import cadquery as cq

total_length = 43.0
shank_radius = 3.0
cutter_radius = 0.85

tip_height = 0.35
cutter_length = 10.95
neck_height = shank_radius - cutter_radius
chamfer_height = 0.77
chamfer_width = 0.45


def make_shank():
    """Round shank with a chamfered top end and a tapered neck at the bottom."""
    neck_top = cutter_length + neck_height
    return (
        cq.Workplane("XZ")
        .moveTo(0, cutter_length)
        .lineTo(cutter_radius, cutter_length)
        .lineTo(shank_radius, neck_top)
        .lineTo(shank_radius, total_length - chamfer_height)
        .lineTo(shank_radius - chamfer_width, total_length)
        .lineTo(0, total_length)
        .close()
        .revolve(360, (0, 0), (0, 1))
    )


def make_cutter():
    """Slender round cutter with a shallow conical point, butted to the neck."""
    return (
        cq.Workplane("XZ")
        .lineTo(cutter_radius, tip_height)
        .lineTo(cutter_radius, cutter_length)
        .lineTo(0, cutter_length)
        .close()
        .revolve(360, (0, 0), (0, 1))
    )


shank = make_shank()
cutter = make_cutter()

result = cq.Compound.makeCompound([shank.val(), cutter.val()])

——————————

Copy each record from above exactly, and include every line.

import cadquery as cq

total_length = 43.0
shank_radius = 3.0
cutter_radius = 0.85

tip_height = 0.35
cutter_length = 10.95
neck_height = shank_radius - cutter_radius
chamfer_height = 0.77
chamfer_width = 0.45


def make_shank():
    """Round shank with a chamfered top end and a tapered neck at the bottom."""
    neck_top = cutter_length + neck_height
    return (
        cq.Workplane("XZ")
        .moveTo(0, cutter_length)
        .lineTo(cutter_radius, cutter_length)
        .lineTo(shank_radius, neck_top)
        .lineTo(shank_radius, total_length - chamfer_height)
        .lineTo(shank_radius - chamfer_width, total_length)
        .lineTo(0, total_length)
        .close()
        .revolve(360, (0, 0), (0, 1))
    )


def make_cutter():
    """Slender round cutter with a shallow conical point, butted to the neck."""
    return (
        cq.Workplane("XZ")
        .lineTo(cutter_radius, tip_height)
        .lineTo(cutter_radius, cutter_length)
        .lineTo(0, cutter_length)
        .close()
        .revolve(360, (0, 0), (0, 1))
    )


shank = make_shank()
cutter = make_cutter()

result = cq.Compound.makeCompound([shank.val(), cutter.val()])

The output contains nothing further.